Niclas Hedhman wrote:
On Friday 13 May 2005 13:27, Bertrand Delacretaz wrote:

Le 13 mai 05, à 07:19, Niclas Hedhman a écrit :

Can you explain this a bit further? Because I have no clue what you
think is
the actual problem.

I think Vadim sees a potential denial of service attack, if your system allows one to generate images of a very large size.


Our test shows that;
 1. Image generation is in the sub-second range, even for really large images.
    We hit the server 100 concurrent requests of sizes from 500-1500 px, and
    couldn't register any particular load.

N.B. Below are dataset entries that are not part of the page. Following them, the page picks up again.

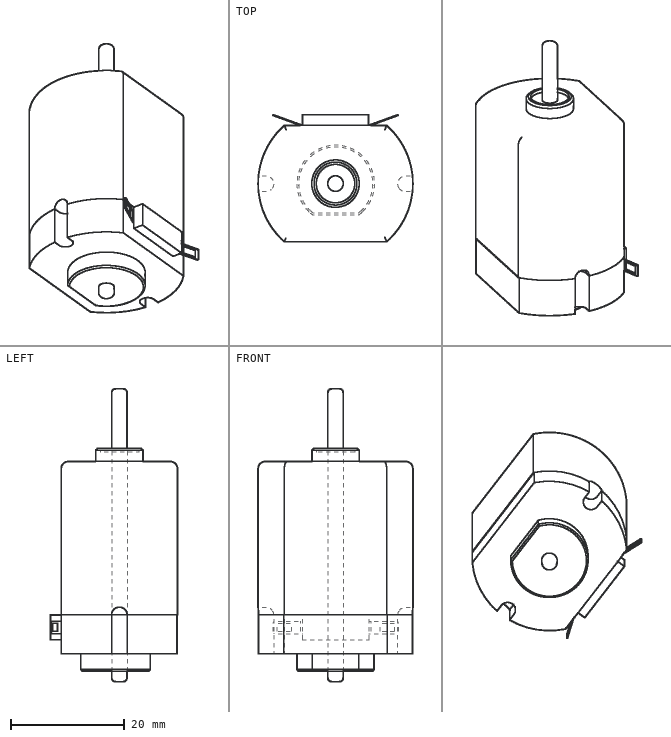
import cadquery as cq


BODY_RADIUS = 13.705
FLAT_Y = 10.3
CAP_FRONT_FLAT_Y = 10.2

CAN_HEIGHT = 27.15
CAN_FILLET = 1.3
BEARING_RADIUS = 4.2
BEARING_HEIGHT = 2.35
BEARING_CHAMFER = 0.4
RECESS_RADIUS = 3.4
RECESS_DEPTH = 0.65

CAP_HEIGHT = 6.9
REAR_BOSS_RADIUS = 6.85
REAR_BOSS_FLAT_Y = 5.5
REAR_BOSS_HEIGHT = 3.05
REAR_BOSS_CHAMFER = 0.3

BLOCK_WIDTH = 11.75
TOTAL_DEPTH = 22.49
BLOCK_TOP_Y = TOTAL_DEPTH - FLAT_Y
BLOCK_HEIGHT = 4.4
TERMINAL_ANGLE = 20.0
TERMINAL_ROOT_X = 6.05
TERMINAL_LENGTH = 5.3
TERMINAL_EMBED = 1.0
TERMINAL_WIDTH = 2.2
TERMINAL_THICKNESS = 0.15
TERMINAL_CORNER_RADIUS = 0.3
SLOT_LENGTH = 2.7
SLOT_WIDTH = 1.45
SLOT_TIP_MARGIN = 0.7

SHAFT_RADIUS = 1.375
SHAFT_FILLET = 0.7
SHAFT_FRONT_LENGTH = 10.5
SHAFT_TOTAL_LENGTH = 51.82

GROOVE_RADIUS = 1.375
GROOVE_AXIS_X = BODY_RADIUS - GROOVE_RADIUS

SHAFT_TOP_Z = CAN_HEIGHT + BEARING_HEIGHT + SHAFT_FRONT_LENGTH
SHAFT_BOTTOM_Z = SHAFT_TOP_Z - SHAFT_TOTAL_LENGTH


def flatted_disc(radius, front_y, back_y, bottom_z, height):
    """Disc whose sides are cut flat at Y = -front_y and Y = back_y."""
    disc = cq.Workplane("XY").workplane(offset=bottom_z).circle(radius).extrude(height)
    window = (
        cq.Workplane("XY")
        .workplane(offset=bottom_z)
        .center(0, (back_y - front_y) / 2)
        .rect(2 * radius, front_y + back_y)
        .extrude(height)
    )
    return disc.intersect(window)


def side_groove(side):
    """Cutter for one groove: open at the cap bottom, with a domed top inside the can."""
    axis_x = side * GROOVE_AXIS_X
    channel = (
        cq.Workplane("XY")
        .workplane(offset=-CAP_HEIGHT)
        .center(side * BODY_RADIUS, 0)
        .slot2D(4 * GROOVE_RADIUS, 2 * GROOVE_RADIUS)
        .extrude(CAP_HEIGHT)
    )
    arch = (
        cq.Workplane("YZ", origin=(axis_x, 0, 0))
        .circle(GROOVE_RADIUS)
        .extrude(side * 2 * GROOVE_RADIUS)
    )
    dome = cq.Workplane("XY").sphere(GROOVE_RADIUS).translate((axis_x, 0, 0))
    return channel.union(arch).union(dome)


def make_shaft():
    return (
        cq.Workplane("XY")
        .workplane(offset=SHAFT_BOTTOM_Z)
        .circle(SHAFT_RADIUS)
        .extrude(SHAFT_TOTAL_LENGTH)
        .faces("<Z or >Z")
        .edges()
        .fillet(SHAFT_FILLET)
    )


def make_bearing_seat():
    """Round collar on the can's end face, with a shallow recess round the shaft."""
    collar = (
        cq.Workplane("XY")
        .workplane(offset=CAN_HEIGHT)
        .circle(BEARING_RADIUS)
        .extrude(BEARING_HEIGHT)
        .faces(">Z")
        .chamfer(BEARING_CHAMFER)
    )
    return collar.faces(">Z").workplane().circle(RECESS_RADIUS).cutBlind(-RECESS_DEPTH)


def make_can(shaft):
    shell = flatted_disc(BODY_RADIUS, FLAT_Y, FLAT_Y, 0, CAN_HEIGHT)
    shell = shell.faces(">Z").edges().fillet(CAN_FILLET)
    can = shell.union(make_bearing_seat())
    for side in (-1, 1):
        can = can.cut(side_groove(side))
    return can.cut(shaft)


def terminal(side):
    """Thin slotted tab leaving the cap's back flat at an angle."""
    tab = (
        cq.Workplane("XY")
        .box(
            TERMINAL_EMBED + TERMINAL_LENGTH,
            TERMINAL_THICKNESS,
            TERMINAL_WIDTH,
            centered=(False, True, True),
        )
        .translate((-TERMINAL_EMBED, 0, 0))
        .faces(">X")
        .edges("|Y")
        .fillet(TERMINAL_CORNER_RADIUS)
    )
    slot_centre = TERMINAL_LENGTH - SLOT_TIP_MARGIN - SLOT_LENGTH / 2
    slot = (
        cq.Workplane("XY")
        .box(SLOT_LENGTH, 2 * TERMINAL_THICKNESS, SLOT_WIDTH)
        .translate((slot_centre, 0, 0))
    )
    tab = (
        tab.cut(slot)
        .rotate((0, 0, 0), (0, 0, 1), TERMINAL_ANGLE)
        .translate((TERMINAL_ROOT_X, FLAT_Y, -BLOCK_HEIGHT / 2))
    )
    return tab if side > 0 else tab.mirror("YZ")


def make_cap(shaft):
    cap = flatted_disc(BODY_RADIUS, CAP_FRONT_FLAT_Y, FLAT_Y, -CAP_HEIGHT, CAP_HEIGHT)
    block = (
        cq.Workplane("XY")
        .workplane(offset=-BLOCK_HEIGHT)
        .center(0, BLOCK_TOP_Y / 2)
        .rect(BLOCK_WIDTH, BLOCK_TOP_Y)
        .extrude(BLOCK_HEIGHT)
    )
    rear_boss = flatted_disc(
        REAR_BOSS_RADIUS,
        REAR_BOSS_FLAT_Y,
        REAR_BOSS_RADIUS,
        -CAP_HEIGHT - REAR_BOSS_HEIGHT,
        REAR_BOSS_HEIGHT,
    )
    rear_boss = rear_boss.faces("<Z").chamfer(REAR_BOSS_CHAMFER)
    cap = cap.union(block).union(rear_boss)
    for side in (-1, 1):
        cap = cap.union(terminal(side)).cut(side_groove(side))
    return cap.cut(shaft)


shaft = make_shaft()
can = make_can(shaft)
cap = make_cap(shaft)

result = cq.Compound.makeCompound([body.solids().val() for body in (can, cap, shaft)])

2. No matter how big sizes you generate, the bandwidth that the system is
connected to will 'run out' way before the CPU gets bogged down. AFAIK, if I have a lot more bandwidth than you, I should be able to DoS your
system.
3. If the image is too large then an OutOfMemoryError is the result (in 2ms)
which Tomcat recovers from.


In any event, I can't see this being anything different from any CPU intensive webapps, and why it is any different from a complex XSLT transform. But I do like to ehar from anyone who got such ideas.


Since this came up, I will introduce a "max-size" parameter, with a default in the 1000x1000 or so range.

Does it have the 'don't enlarge' option that is in the current image reader? That seems quite sensible to me.